Even in this off-season, they try to feel like a team. They share a lively text chain. They watch the same baseball documentaries. Adams, Williams and Jesse Tyler Ferguson, another “Take Me Out” actor, sent food baskets to the other cast members. (Because “Take Me Out” has a famous nude scene, Adams joked that sending everyone high-carb food was a way to make himself look better by contrast.) Cast members take turns taking over Second Stage’s Instagram page. Twice they have run lines over Zoom.

On what would have been opening night, Second Stage hosted an online party. Carole Rothman, the artistic director, read a made-up New York Times rave. Scott Ellis, the play’s director, gave a speech about what might have been — how the play had come together in the third week of rehearsal, the applause that greeted the first preview.

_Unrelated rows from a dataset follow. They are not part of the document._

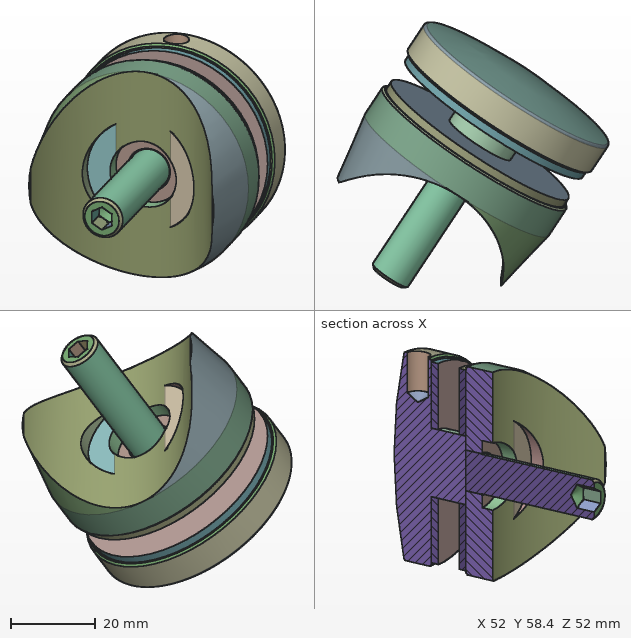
import cadquery as cq
import math


total_length = 58.45
body_diameter = 52.0

dome_height = 3.0
cap_rim_height = 8.0
cap_fillet = 0.7
cap_chamfer = 0.5
boss_diameter = 17.25
spanner_hole_diameter = 6.0
spanner_hole_depth = 10.0
drill_tip_angle = 118.0

gasket_diameter = 50.15
gasket_thickness = 2.0
glass_gap = 6.0

saddle_rim_height = 7.95
saddle_chamfer = 0.45
post_radius = 24.15
horn_height = 16.1
horn_tip_radius = 23.2
horn_middle_radius = 24.55
recess_diameter = 28.0
recess_floor_drop = 1.0
counterbore_diameter = 16.6
counterbore_depth = 3.15
thread_countersink = 0.3

screw_diameter = 10.0
screw_chamfer = 0.7
hex_across_flats = 5.0
hex_depth = 5.0

body_radius = body_diameter / 2
boss_radius = boss_diameter / 2
screw_radius = screw_diameter / 2

dome_edge_y = -dome_height
cap_back_y = dome_edge_y - cap_rim_height
cap_gasket_back_y = cap_back_y - gasket_thickness
saddle_gasket_front_y = cap_gasket_back_y - glass_gap
saddle_top_y = saddle_gasket_front_y - gasket_thickness
seat_y = saddle_top_y - saddle_rim_height
horn_tip_y = seat_y - horn_height
recess_floor_y = seat_y - recess_floor_drop
counterbore_floor_y = seat_y + counterbore_depth
screw_tip_y = -total_length


def cylinder_y(radius, start_y, end_y):
    """Solid cylinder on the Y axis, running in -Y from start_y to end_y."""
    return cq.Workplane("XZ", origin=(0, start_y, 0)).circle(radius).extrude(start_y - end_y)


def revolve_about_y(profile):
    """Turn a closed half profile, drawn in the XY plane, about the Y axis."""
    return profile.revolve(360, (0, 0), (0, 1))


def cone_height(radius):
    """Height of the pointed end that a drill leaves in a blind hole."""
    return radius / math.tan(math.radians(drill_tip_angle / 2))


def make_spanner_hole():
    """Blind drilled hole entering the cap's rim from +Z."""
    radius = spanner_hole_diameter / 2
    floor_z = body_radius - spanner_hole_depth
    hole_y = dome_edge_y - cap_rim_height / 2
    return (
        cq.Workplane("XZ", origin=(0, hole_y, 0))
        .moveTo(0, floor_z - cone_height(radius))
        .lineTo(radius, floor_z)
        .lineTo(radius, body_radius)
        .lineTo(0, body_radius)
        .close()
        .revolve(360, (0, 0), (0, 1))
    )


def make_cap():
    """Domed cap with the boss that passes through the gaskets to the saddle."""
    dome_radius = (body_radius**2 + dome_height**2) / (2 * dome_height)
    arc_middle_x = body_radius / 2
    arc_middle_y = math.sqrt(dome_radius**2 - arc_middle_x**2) - dome_radius
    disc = revolve_about_y(
        cq.Workplane("XY")
        .moveTo(0, 0)
        .threePointArc((arc_middle_x, arc_middle_y), (body_radius, dome_edge_y))
        .lineTo(body_radius, cap_back_y)
        .lineTo(0, cap_back_y)
        .close()
    )
    disc = disc.faces("<Y").edges().chamfer(cap_chamfer)
    rim_point = (0, dome_edge_y, body_radius)
    disc = disc.edges(cq.selectors.NearestToPointSelector(rim_point)).fillet(cap_fillet)
    boss = cylinder_y(boss_radius, cap_back_y, saddle_top_y)
    return disc.union(boss).cut(make_spanner_hole())


def make_gasket(start_y):
    """Flat ring around the boss."""
    end_y = start_y - gasket_thickness
    ring = cylinder_y(gasket_diameter / 2, start_y, end_y)
    return ring.cut(cylinder_y(boss_radius, start_y, end_y))


def make_saddle():
    """Base with two horns that embrace the post, and the threaded hole for the screw."""
    blank = revolve_about_y(
        cq.Workplane("XY")
        .moveTo(0, saddle_top_y)
        .lineTo(body_radius - saddle_chamfer, saddle_top_y)
        .lineTo(body_radius, saddle_top_y - saddle_chamfer)
        .lineTo(body_radius, seat_y)
        .threePointArc((horn_middle_radius, seat_y - horn_height / 2), (horn_tip_radius, horn_tip_y))
        .lineTo(0, horn_tip_y)
        .close()
    )
    post = (
        cq.Workplane("XY", origin=(0, seat_y - post_radius, 0))
        .circle(post_radius)
        .extrude(body_radius, both=True)
    )
    recess = cylinder_y(recess_diameter / 2, recess_floor_y, horn_tip_y)
    counterbore = cylinder_y(counterbore_diameter / 2, counterbore_floor_y, horn_tip_y)
    thread_hole = revolve_about_y(
        cq.Workplane("XY")
        .moveTo(0, saddle_top_y)
        .lineTo(screw_radius, saddle_top_y)
        .lineTo(screw_radius, counterbore_floor_y + thread_countersink)
        .lineTo(screw_radius + thread_countersink, counterbore_floor_y)
        .lineTo(0, counterbore_floor_y)
        .close()
    )
    return blank.cut(post).cut(recess).cut(counterbore).cut(thread_hole)


def make_screw():
    """Headless screw whose hexagon socket has corners at +Z and -Z and a drilled bottom."""
    shank = cylinder_y(screw_radius, saddle_top_y, screw_tip_y)
    shank = shank.faces("<Y").edges().chamfer(screw_chamfer)
    corner_radius = hex_across_flats / math.sqrt(3)
    socket_floor_y = screw_tip_y + hex_depth
    socket = (
        cq.Workplane("XZ", origin=(0, socket_floor_y, 0))
        .transformed(rotate=(0, 0, 90))
        .polygon(6, 2 * corner_radius)
        .extrude(hex_depth)
    )
    socket_tip = revolve_about_y(
        cq.Workplane("XY")
        .moveTo(0, socket_floor_y)
        .lineTo(corner_radius, socket_floor_y)
        .lineTo(0, socket_floor_y + cone_height(corner_radius))
        .close()
    )
    return shank.cut(socket).cut(socket_tip)


cap = make_cap()
gaskets = [make_gasket(start_y) for start_y in (cap_back_y, saddle_gasket_front_y)]
saddle = make_saddle()
screw = make_screw()

result = cq.Compound.makeCompound(
    [cap.val(), *[gasket.val() for gasket in gaskets], saddle.val(), screw.val()]
)

It’s a funny/not-funny paradox that baseball, which doesn’t need a live audience, will come back more quickly than a play about baseball, which does. (Lundstedt said you could never livestream “Take Me Out,” “unless all of us feel comfortable with having our nudity on the internet forever.” So that’s a no.)

But the dream of making a Broadway debut — in three months, or six months or a year or whenever — remains. “It’s a beautiful feeling,” Delgado said. “Like it’s always stayed with me. The pandemic hasn’t taken that away.”

Second Stage remains committed. And the actors, so far, have all agreed to return. “I’m going to do this play,” Williams said. “I’ve made that clear.”

That play may not be the same “Take Me Out” that began rehearsals in March. The story of a biracial man trying to meet the world on its own terms will resonate differently. The world has changed. The actors have changed in the many months of waiting and wanting and hoping to play together again.

“I really do believe it will happen when it’s supposed to,” Lundstedt said. “People are being forced to make incredibly difficult sacrifices right now. Postponing a Broadway debut feels incredibly doable in comparison.”